Таков примерно контекст, в котором создавался многофигурный прибор. Данько удалось дезактивировать – разумеется, в своем собственном сознании, – ту социальную радиацию, которую бросал на все живое описанный выше эксперимент. Естественно, она не обманулась его мифологическими плодами. Она не прорывалась и к другой мифологии – к архаике, к уничтоженному. Видимо, она все понимала. Ее притягивали для воплощения самые простые формы организации социальной жизни. Для официоза это значило: Сталинская конституция дошла до самого народного нутра. Для нее – возможность соприкоснуться с тем устройством жизни, которое оказалось самым живучим, а значит, самодостаточным. Что, собственно, происходит? Люди за достарханом беседуют чуть оживленнее, чем это принято: это понятно, это символический обмен ритуального оживления (как-никак Конституцию обсуждают!) – на нормальное состояние жизни («оставьте нас в покое»!). Люди читают, пьют чай, играют на инструментах. Беседуют. В специально обустроенных для естественной жизни местах – в неглубоких нишах. Люди по возможности сидят или полулежат. Не спешат. Ценят тень. Экономят энергию движений. Они, конечно, выказывают всем своим видом довольство и благодарность. За Конституцию. И Данько, конечно, все это будет транслировать, на то и заказ. Но и для себя кое-что найдет. Очень важное, то, что у здешних людей не смогли отнять. А для наших – не очень-то знакомое.
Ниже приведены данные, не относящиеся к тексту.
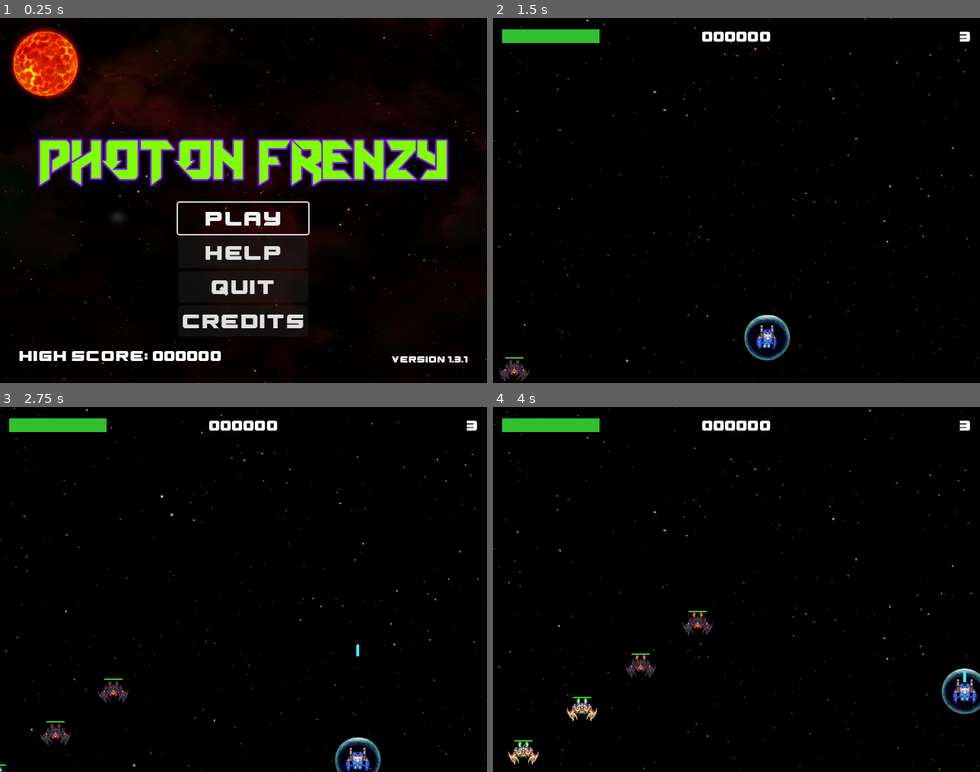
Above: before the commit, frames 1-4 (two rows, left to right).
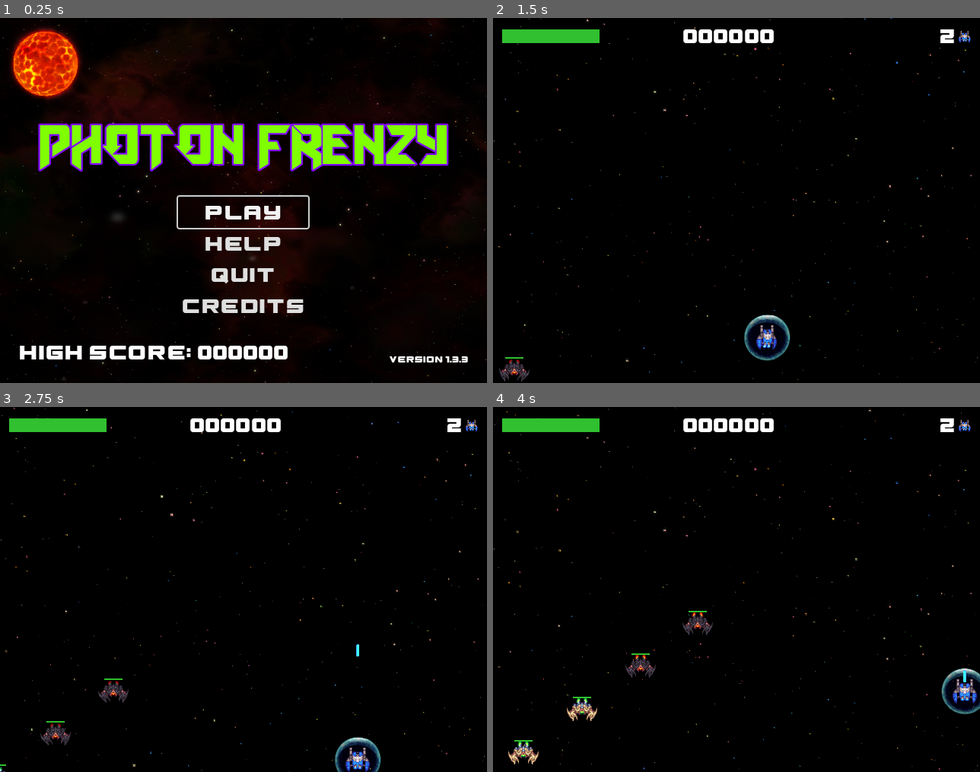
Above: after the commit, the same moments.

Repository: jaerrib/learning-godot
Game: Godot game, scene res://scenes/main/main.tscn
The game is run twice, just before and just after one commit, with the same random seed, the same clock (stepped at 60 frames per second) and the same inputs.
Inputs:
- Up to frame 1 (0.25 s): no input
- Up to frame 2 (1.5 s): click "PLAY" at 0.5 s; hold D (right) from 1.28 s (still down); tap M (maker) at 1.35 s
- Up to frame 3 (2.75 s): release D (right) at 2.03 s; hold S (down) from 2.03 s (still down); tap Space (shoot) at 2.1 s
- Up to frame 4 (4 s): release S (down) at 2.78 s; hold D (right) 2.78-3.53 s; tap M (maker) at 2.85 s; hold W (up) from 3.53 s (still down); tap Space (shoot) at 3.6 s

The runs differ from the first frame. In frame 1, 14% of the frame differs, in the area x 3-97%, y 28-95%; in frame 2, 0.6%; in frame 3, 0.6%; in frame 4, 0.6%.

Commit message:
Update game over, fix fonts, ship icon to UI

Diff:
--- a/space-ace/assets/GN_24_white.tres
+++ b/space-ace/assets/GN_24_white.tres
@@ -4,6 +4,6 @@
 
 [resource]
 font = ExtResource("1_68del")
-font_size = 24
+font_size = 32
 outline_size = 2
 outline_color = Color(0.105882, 0.105882, 0.105882, 1)
--- /dev/null
+++ b/space-ace/assets/Menu_32_white.tres
@@ -0,0 +1,7 @@
+[gd_resource type="Theme" load_steps=2 format=3 uid="uid://bi8fomcaumoyh"]
+
+[ext_resource type="FontFile" uid="uid://c5sey0pvhl2vi" path="res://assets/fonts/Excluded-z8XrX.ttf" id="1_s0ylf"]
+
+[resource]
+default_font = ExtResource("1_s0ylf")
+default_font_size = 32
--- a/space-ace/scenes/credits_screen/credits_screen.tscn
+++ b/space-ace/scenes/credits_screen/credits_screen.tscn
@@ -79,6 +79,7 @@
 
 [node name="ReturnToMenu" type="Button" parent="MarginContainer/VBoxContainer"]
 layout_mode = 2
+theme_type_variation = &"FlatButton"
 theme_override_fonts/font = ExtResource("6_vgbhj")
 text = "Return to Menu"
 script = ExtResource("5_hpui7")
--- a/space-ace/scenes/game_over/game_over.tscn
+++ b/space-ace/scenes/game_over/game_over.tscn
@@ -2,7 +2,7 @@
 
 [ext_resource type="Script" path="res://scenes/game_over/game_over.gd" id="1_j6p1v"]
 [ext_resource type="LabelSettings" uid="uid://cb2u5o7m8jgyn" path="res://assets/LG_Title.tres" id="1_wpsph"]
-[ext_resource type="LabelSettings" uid="uid://bslymv1e3rjua" path="res://assets/GN_32_white.tres" id="2_plhn5"]
+[ext_resource type="LabelSettings" uid="uid://df73apuuwlboa" path="res://assets/GN_24_white.tres" id="3_ay4w3"]
 [ext_resource type="AudioStream" uid="uid://corf1y7rledbx" path="res://assets/sounds/misc/game-over.mp3" id="4_8y51q"]
 
 [node name="GameOver" type="Control"]
@@ -21,7 +21,7 @@
 anchor_bottom = 1.0
 grow_horizontal = 2
 grow_vertical = 2
-color = Color(0.251, 0, 0.251, 0.9)
+color = Color(0, 0, 0, 0.901961)
 
 [node name="VB" type="VBoxContainer" parent="."]
 layout_mode = 1
@@ -48,7 +48,7 @@
 [node name="ScoreLabel" type="Label" parent="VB"]
 layout_mode = 2
 text = "Placeholder Text"
-label_settings = ExtResource("2_plhn5")
+label_settings = ExtResource("3_ay4w3")
 horizontal_alignment = 1
 vertical_alignment = 1
 
--- a/space-ace/scenes/game_ui/game_ui.gd
+++ b/space-ace/scenes/game_ui/game_ui.gd
@@ -43,7 +43,7 @@
 
 
 func set_life_label() -> void:
-	lives_label.text = str(_player_lives)
+	lives_label.text = str(_player_lives - 1)
 
 
 func _on_health_bar_died() -> void:
--- a/space-ace/scenes/game_ui/game_ui.tscn
+++ b/space-ace/scenes/game_ui/game_ui.tscn
@@ -1,8 +1,9 @@
-[gd_scene load_steps=4 format=3 uid="uid://dm7lhnfru4msq"]
+[gd_scene load_steps=5 format=3 uid="uid://dm7lhnfru4msq"]
 
 [ext_resource type="PackedScene" uid="uid://nq242qivg0is" path="res://scenes/health_bar/health_bar.tscn" id="1_7pmbr"]
 [ext_resource type="Script" path="res://scenes/game_ui/game_ui.gd" id="1_8hul5"]
 [ext_resource type="LabelSettings" uid="uid://df73apuuwlboa" path="res://assets/GN_24_white.tres" id="3_slj2r"]
+[ext_resource type="Texture2D" uid="uid://djxsuw10wt0nv" path="res://assets/ships/ship_human.png" id="4_wso4s"]
 
 [node name="GameUI" type="Control"]
 layout_mode = 3
@@ -29,7 +30,7 @@
 grow_horizontal = 2
 grow_vertical = 2
 theme_override_constants/margin_left = 12
-theme_override_constants/margin_right = 12
+theme_override_constants/margin_right = 32
 
 [node name="HealthBar" parent="ColorRect/MC" instance=ExtResource("1_7pmbr")]
 custom_minimum_size = Vector2(128, 18)
@@ -45,6 +46,11 @@
 horizontal_alignment = 2
 vertical_alignment = 1
 
+[node name="Sprite2D" type="Sprite2D" parent="ColorRect/MC"]
+position = Vector2(620, 25)
+scale = Vector2(0.5, 0.5)
+texture = ExtResource("4_wso4s")
+
 [node name="LivesLabel" type="Label" parent="ColorRect/MC"]
 layout_mode = 2
 size_flags_horizontal = 8
--- a/space-ace/scenes/help_screen/help_screen.tscn
+++ b/space-ace/scenes/help_screen/help_screen.tscn
@@ -203,6 +203,7 @@
 
 [node name="ReturnToMenu" type="Button" parent="MarginContainer/VBoxContainer"]
 layout_mode = 2
+theme_type_variation = &"FlatButton"
 theme_override_fonts/font = ExtResource("13_tdt04")
 text = "Return to Menu"
 script = ExtResource("9_smcgw")
--- a/space-ace/scenes/main/main.tscn
+++ b/space-ace/scenes/main/main.tscn
@@ -6,23 +6,11 @@
 [ext_resource type="Texture2D" uid="uid://cxrhxraxtvhmf" path="res://assets/backgrounds/spr_stars02.png" id="3_we5qh"]
 [ext_resource type="LabelSettings" uid="uid://cb2u5o7m8jgyn" path="res://assets/LG_Title.tres" id="4_wyqmh"]
 [ext_resource type="PackedScene" uid="uid://btt8mx0fmlxgi" path="res://scenes/sun/sun.tscn" id="5_w662t"]
+[ext_resource type="Theme" uid="uid://bi8fomcaumoyh" path="res://assets/Menu_32_white.tres" id="6_d7iv2"]
 [ext_resource type="FontFile" uid="uid://c5sey0pvhl2vi" path="res://assets/fonts/Excluded-z8XrX.ttf" id="7_flmfj"]
 [ext_resource type="Script" path="res://scenes/main/menu_button.gd" id="7_k8pmx"]
-[ext_resource type="FontFile" uid="uid://mrdlwe7bf1tx" path="res://assets/fonts/gemunu-libre-v8-latin-700.ttf" id="8_kqgkm"]
 [ext_resource type="AudioStream" uid="uid://bd4y72gkgty8s" path="res://assets/sounds/loops/TitleScreen.mp3" id="8_kwvvb"]
 [ext_resource type="LabelSettings" uid="uid://df73apuuwlboa" path="res://assets/GN_24_white.tres" id="9_04q43"]
-
-[sub_resource type="Theme" id="Theme_bpiti"]
-default_font = ExtResource("8_kqgkm")
-default_font_size = 32
-
-[sub_resource type="Theme" id="Theme_1rjcv"]
-default_font = ExtResource("8_kqgkm")
-default_font_size = 32
-
-[sub_resource type="Theme" id="Theme_67lnj"]
-default_font = ExtResource("8_kqgkm")
-default_font_size = 32
 
 [sub_resource type="LabelSettings" id="LabelSettings_83ckl"]
 font = ExtResource("7_flmfj")
@@ -82,7 +70,7 @@
 [node name="VBoxContainer" type="VBoxContainer" parent="MarginContainer"]
 layout_mode = 2
 size_flags_vertical = 8
-theme_override_constants/separation = 12
+theme_override_constants/separation = 24
 
 [node name="Label" type="Label" parent="MarginContainer/VBoxContainer"]
 layout_mode = 2
@@ -94,36 +82,35 @@
 [node name="MenuContainer" type="VBoxContainer" parent="MarginContainer/VBoxContainer"]
 layout_mode = 2
 size_flags_horizontal = 4
-theme_override_constants/separation = 4
+theme_override_constants/separation = 0
 
 [node name="Play" type="Button" parent="MarginContainer/VBoxContainer/MenuContainer"]
 layout_mode = 2
 size_flags_horizontal = 3
-theme = SubResource("Theme_bpiti")
+theme = ExtResource("6_d7iv2")
 theme_type_variation = &"FlatButton"
-theme_override_fonts/font = ExtResource("7_flmfj")
 text = "PLAY"
 script = ExtResource("7_k8pmx")
 
 [node name="Help" type="Button" parent="MarginContainer/VBoxContainer/MenuContainer"]
 layout_mode = 2
 size_flags_horizontal = 3
-theme = SubResource("Theme_1rjcv")
-theme_override_fonts/font = ExtResource("7_flmfj")
+theme = ExtResource("6_d7iv2")
+theme_type_variation = &"FlatButton"
 text = "HELP"
 
 [node name="Quit" type="Button" parent="MarginContainer/VBoxContainer/MenuContainer"]
 layout_mode = 2
 size_flags_horizontal = 3
-theme = SubResource("Theme_67lnj")
-theme_override_fonts/font = ExtResource("7_flmfj")
+theme = ExtResource("6_d7iv2")
+theme_type_variation = &"FlatButton"
 text = "QUIT"
 
 [node name="Credits" type="Button" parent="MarginContainer/VBoxContainer/MenuContainer"]
 layout_mode = 2
 size_flags_horizontal = 3
-theme = SubResource("Theme_67lnj")
-theme_override_fonts/font = ExtResource("7_flmfj")
+theme = ExtResource("6_d7iv2")
+theme_type_variation = &"FlatButton"
 text = "CREDITS"
 
 [node name="HBoxContainer" type="HBoxContainer" parent="MarginContainer/VBoxContainer"]
@@ -143,7 +130,7 @@
 layout_mode = 2
 size_flags_horizontal = 10
 size_flags_vertical = 8
-text = "Version 1.3.1"
+text = "Version 1.3.3"
 label_settings = SubResource("LabelSettings_83ckl")
 
 [node name="Sun" parent="." instance=ExtResource("5_w662t")]
Not shown, changed: space-ace/export_presets.cfg
Not shown: 1 places in space-ace/scenes/main/main.tscn that only renumber resources

Перекидывающее мост к марокканским циклам Матисса, необходимым для понимания советского ар-деко. Конечно, урбанизм, драйв… Но существеннее естественность – Нега. Вот этого протяженного во времени, независимого от власти ощущения добивалась Данько. Получилось. И наиофициальнейший письменный прибор, нелепый государственный сталинский подарок самого страшного года нашей истории искрится неприлично безмятежными красками ар-деко.

Коллекция Авена располагает большим ресурсом смыслопорождающих «фарфоровых сюжетов», далеко выходящих за пространство собственно фарфора. Выходящих и символически, и мироощущенчески. В этом смысл ее, как мы условились обозначать это важнейшее качество, проживаемости. Коллекционером и культурой в целом.